---------- Supplied entries

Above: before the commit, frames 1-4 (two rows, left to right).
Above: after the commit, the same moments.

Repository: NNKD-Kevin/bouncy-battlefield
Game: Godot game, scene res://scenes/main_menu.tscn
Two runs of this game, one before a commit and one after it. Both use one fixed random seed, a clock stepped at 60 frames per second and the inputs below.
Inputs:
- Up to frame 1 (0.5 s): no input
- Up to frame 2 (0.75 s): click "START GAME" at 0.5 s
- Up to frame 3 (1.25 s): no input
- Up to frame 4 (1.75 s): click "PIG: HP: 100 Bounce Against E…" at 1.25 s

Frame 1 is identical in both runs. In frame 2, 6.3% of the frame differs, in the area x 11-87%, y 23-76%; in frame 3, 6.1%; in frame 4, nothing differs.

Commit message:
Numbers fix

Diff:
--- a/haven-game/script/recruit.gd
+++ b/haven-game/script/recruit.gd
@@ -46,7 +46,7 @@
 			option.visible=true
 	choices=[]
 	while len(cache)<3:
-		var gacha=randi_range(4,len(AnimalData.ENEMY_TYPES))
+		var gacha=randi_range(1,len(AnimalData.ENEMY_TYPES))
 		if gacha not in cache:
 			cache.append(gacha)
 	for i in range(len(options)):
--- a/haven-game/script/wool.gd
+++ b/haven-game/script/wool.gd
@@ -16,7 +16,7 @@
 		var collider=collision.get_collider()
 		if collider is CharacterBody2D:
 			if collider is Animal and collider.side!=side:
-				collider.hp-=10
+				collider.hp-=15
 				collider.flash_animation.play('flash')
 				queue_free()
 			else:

--------------------
---------- Supplied entries

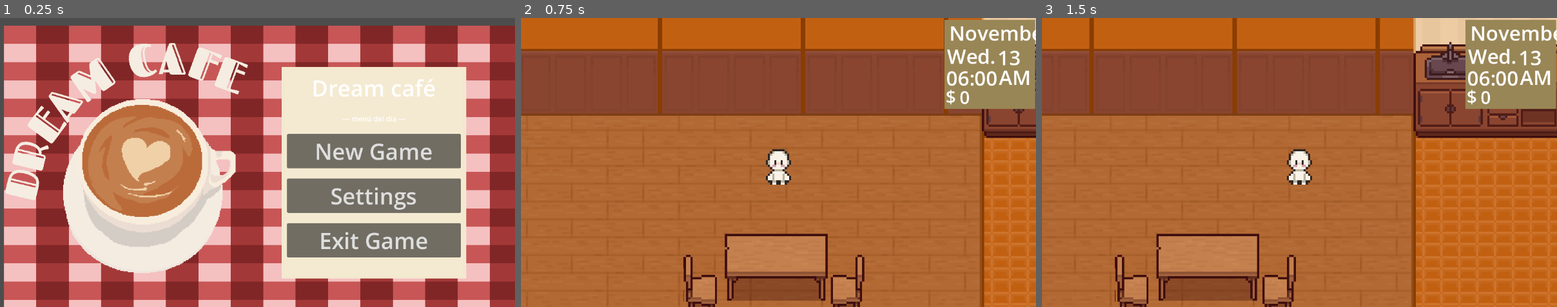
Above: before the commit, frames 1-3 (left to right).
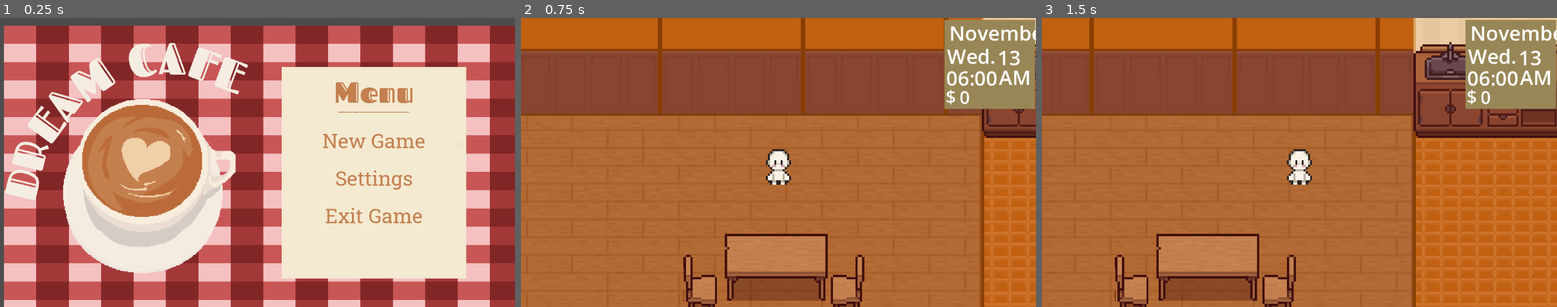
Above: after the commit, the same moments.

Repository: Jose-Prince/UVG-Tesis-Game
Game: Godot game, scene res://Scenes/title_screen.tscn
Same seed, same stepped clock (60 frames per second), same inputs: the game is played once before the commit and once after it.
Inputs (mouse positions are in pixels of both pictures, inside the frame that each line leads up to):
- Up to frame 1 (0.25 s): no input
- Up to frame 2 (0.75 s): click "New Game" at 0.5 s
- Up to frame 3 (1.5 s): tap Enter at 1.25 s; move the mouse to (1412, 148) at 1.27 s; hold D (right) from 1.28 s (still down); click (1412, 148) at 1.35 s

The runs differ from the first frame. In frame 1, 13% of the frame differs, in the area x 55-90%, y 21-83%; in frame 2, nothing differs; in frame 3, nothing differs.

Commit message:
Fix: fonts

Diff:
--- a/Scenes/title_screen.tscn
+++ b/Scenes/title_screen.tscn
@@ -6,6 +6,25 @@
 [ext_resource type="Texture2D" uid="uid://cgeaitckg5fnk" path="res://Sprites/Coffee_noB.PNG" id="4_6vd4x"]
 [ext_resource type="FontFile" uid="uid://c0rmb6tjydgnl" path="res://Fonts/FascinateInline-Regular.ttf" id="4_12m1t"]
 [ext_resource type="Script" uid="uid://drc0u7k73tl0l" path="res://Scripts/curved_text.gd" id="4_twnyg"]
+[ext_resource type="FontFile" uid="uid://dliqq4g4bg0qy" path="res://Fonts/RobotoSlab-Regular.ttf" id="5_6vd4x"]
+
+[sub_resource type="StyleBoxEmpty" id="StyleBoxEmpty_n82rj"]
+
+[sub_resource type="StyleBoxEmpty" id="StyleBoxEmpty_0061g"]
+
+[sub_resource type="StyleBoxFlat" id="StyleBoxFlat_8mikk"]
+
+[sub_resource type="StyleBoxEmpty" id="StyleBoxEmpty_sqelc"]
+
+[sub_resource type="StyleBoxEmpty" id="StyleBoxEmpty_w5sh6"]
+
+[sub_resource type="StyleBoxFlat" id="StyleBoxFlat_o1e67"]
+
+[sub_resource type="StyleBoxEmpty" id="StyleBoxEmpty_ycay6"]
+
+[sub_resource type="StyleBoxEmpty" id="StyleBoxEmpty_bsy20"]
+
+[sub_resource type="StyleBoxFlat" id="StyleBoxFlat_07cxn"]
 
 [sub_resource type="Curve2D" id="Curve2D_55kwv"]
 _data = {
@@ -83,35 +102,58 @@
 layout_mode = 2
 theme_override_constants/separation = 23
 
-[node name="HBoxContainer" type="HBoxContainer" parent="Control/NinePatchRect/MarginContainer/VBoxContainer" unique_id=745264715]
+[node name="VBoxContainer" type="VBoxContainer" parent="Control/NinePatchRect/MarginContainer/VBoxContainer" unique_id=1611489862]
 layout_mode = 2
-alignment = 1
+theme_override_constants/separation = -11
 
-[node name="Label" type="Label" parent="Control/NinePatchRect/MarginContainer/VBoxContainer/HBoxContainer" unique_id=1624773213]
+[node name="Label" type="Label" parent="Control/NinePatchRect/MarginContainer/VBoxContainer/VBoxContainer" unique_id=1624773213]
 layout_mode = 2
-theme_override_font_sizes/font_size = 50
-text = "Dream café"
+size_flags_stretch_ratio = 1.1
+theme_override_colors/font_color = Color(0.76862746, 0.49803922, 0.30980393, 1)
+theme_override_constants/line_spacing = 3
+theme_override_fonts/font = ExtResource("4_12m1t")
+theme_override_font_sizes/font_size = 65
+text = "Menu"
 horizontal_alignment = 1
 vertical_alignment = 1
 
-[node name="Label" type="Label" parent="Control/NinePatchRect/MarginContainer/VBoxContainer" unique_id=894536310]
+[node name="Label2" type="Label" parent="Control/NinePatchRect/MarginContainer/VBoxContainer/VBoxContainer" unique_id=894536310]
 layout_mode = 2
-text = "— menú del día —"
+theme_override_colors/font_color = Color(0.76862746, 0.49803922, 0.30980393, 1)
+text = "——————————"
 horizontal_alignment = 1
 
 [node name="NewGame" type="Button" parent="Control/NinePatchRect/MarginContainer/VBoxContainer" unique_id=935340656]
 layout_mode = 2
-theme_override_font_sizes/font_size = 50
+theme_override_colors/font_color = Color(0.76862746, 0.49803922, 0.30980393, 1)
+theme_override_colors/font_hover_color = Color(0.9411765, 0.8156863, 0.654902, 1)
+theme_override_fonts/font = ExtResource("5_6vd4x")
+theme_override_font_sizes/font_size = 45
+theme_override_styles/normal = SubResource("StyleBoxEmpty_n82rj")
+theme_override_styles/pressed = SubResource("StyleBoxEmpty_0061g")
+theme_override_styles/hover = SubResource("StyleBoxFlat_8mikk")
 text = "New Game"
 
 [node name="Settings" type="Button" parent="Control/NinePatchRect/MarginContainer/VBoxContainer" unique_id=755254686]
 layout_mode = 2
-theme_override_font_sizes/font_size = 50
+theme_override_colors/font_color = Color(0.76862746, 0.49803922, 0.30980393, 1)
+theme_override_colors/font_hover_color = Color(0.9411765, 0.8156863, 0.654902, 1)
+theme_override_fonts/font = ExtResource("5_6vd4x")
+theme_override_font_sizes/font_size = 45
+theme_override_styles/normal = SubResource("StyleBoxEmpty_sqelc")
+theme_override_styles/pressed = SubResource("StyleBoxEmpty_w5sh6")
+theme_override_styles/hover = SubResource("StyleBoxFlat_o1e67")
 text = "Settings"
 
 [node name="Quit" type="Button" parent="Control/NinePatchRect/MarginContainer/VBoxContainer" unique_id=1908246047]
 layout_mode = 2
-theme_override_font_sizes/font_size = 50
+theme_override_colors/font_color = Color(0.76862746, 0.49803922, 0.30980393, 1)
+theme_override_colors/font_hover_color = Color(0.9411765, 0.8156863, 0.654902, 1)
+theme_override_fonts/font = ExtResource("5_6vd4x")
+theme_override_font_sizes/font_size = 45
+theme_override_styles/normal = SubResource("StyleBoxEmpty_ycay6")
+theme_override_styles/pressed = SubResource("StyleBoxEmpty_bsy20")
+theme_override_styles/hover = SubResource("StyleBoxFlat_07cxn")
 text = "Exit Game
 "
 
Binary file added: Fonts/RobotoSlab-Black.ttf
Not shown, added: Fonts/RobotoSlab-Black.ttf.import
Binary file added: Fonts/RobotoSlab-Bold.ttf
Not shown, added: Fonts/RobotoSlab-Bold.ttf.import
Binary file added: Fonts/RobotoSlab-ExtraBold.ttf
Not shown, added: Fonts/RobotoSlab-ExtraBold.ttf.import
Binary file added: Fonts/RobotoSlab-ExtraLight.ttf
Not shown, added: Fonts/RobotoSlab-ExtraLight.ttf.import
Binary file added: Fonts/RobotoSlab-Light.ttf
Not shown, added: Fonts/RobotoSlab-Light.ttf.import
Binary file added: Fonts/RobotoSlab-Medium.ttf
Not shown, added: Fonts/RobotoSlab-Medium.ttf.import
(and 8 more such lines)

--------------------
---------- Supplied entries

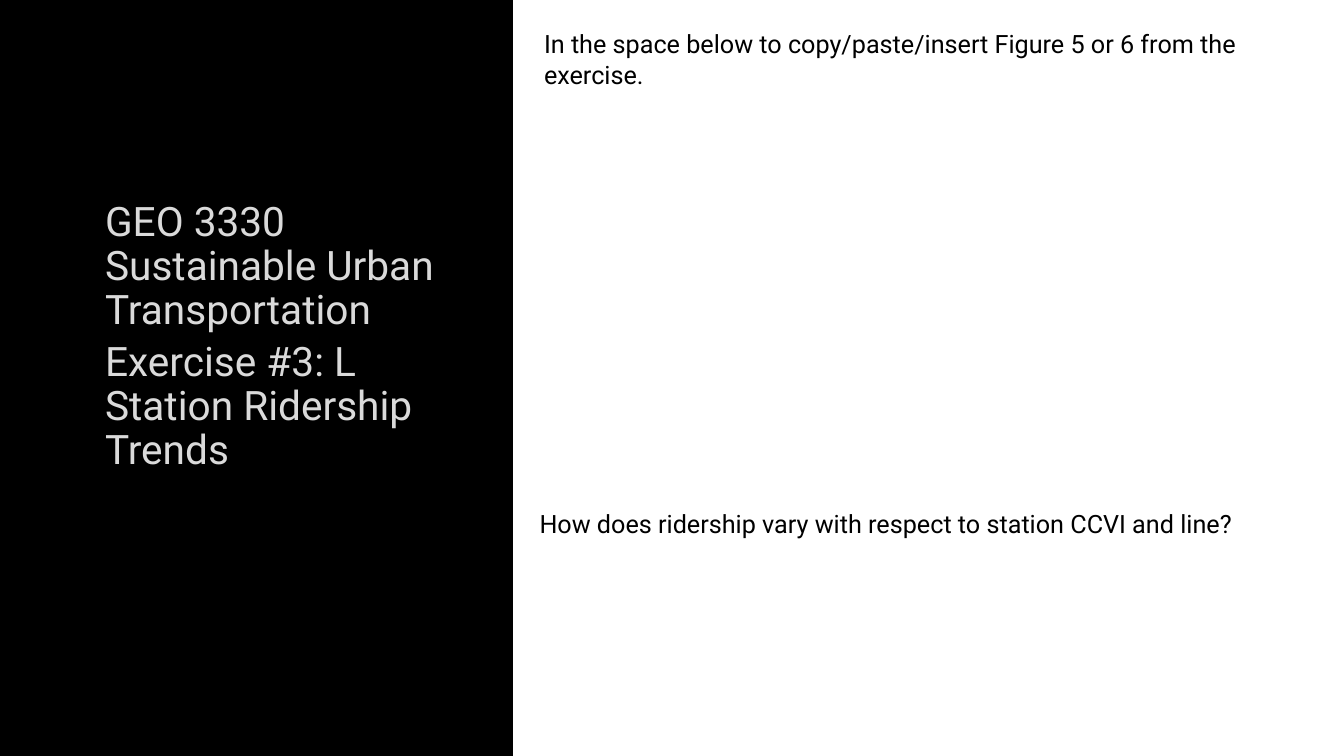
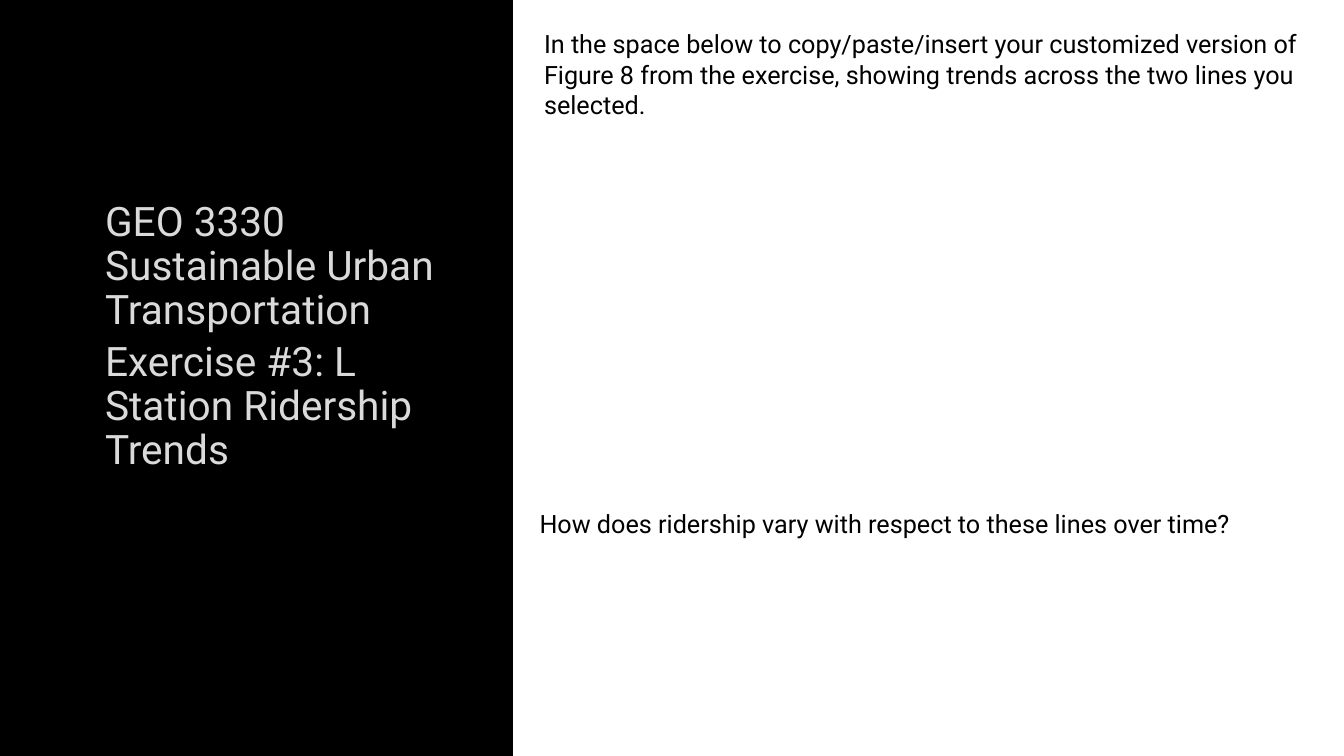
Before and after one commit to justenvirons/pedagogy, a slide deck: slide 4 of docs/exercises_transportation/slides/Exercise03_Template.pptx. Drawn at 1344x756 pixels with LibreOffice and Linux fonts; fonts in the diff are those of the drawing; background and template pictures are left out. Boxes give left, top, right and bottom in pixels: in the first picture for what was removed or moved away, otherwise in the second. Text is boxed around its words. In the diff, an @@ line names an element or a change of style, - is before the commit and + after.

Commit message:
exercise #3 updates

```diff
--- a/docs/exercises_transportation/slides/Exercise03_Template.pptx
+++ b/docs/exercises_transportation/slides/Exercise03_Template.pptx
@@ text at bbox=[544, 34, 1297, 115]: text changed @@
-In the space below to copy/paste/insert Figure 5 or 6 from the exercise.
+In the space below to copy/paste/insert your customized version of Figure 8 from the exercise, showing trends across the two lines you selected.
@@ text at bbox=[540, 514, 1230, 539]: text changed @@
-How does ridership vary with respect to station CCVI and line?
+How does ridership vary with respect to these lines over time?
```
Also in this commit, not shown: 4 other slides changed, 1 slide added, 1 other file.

--------------------

* Task
Wherever the word "pixels" appears in the entries above, copy that whole line.

* Answer area
Inputs (mouse positions are in pixels of both pictures, inside the frame that each line leads up to):
Before and after one commit to justenvirons/pedagogy, a slide deck: slide 4 of docs/exercises_transportation/slides/Exercise03_Template.pptx. Drawn at 1344x756 pixels with LibreOffice and Linux fonts; fonts in the diff are those of the drawing; background and template pictures are left out. Boxes give left, top, right and bottom in pixels: in the first picture for what was removed or moved away, otherwise in the second. Text is boxed around its words. In the diff, an @@ line names an element or a change of style, - is before the commit and + after.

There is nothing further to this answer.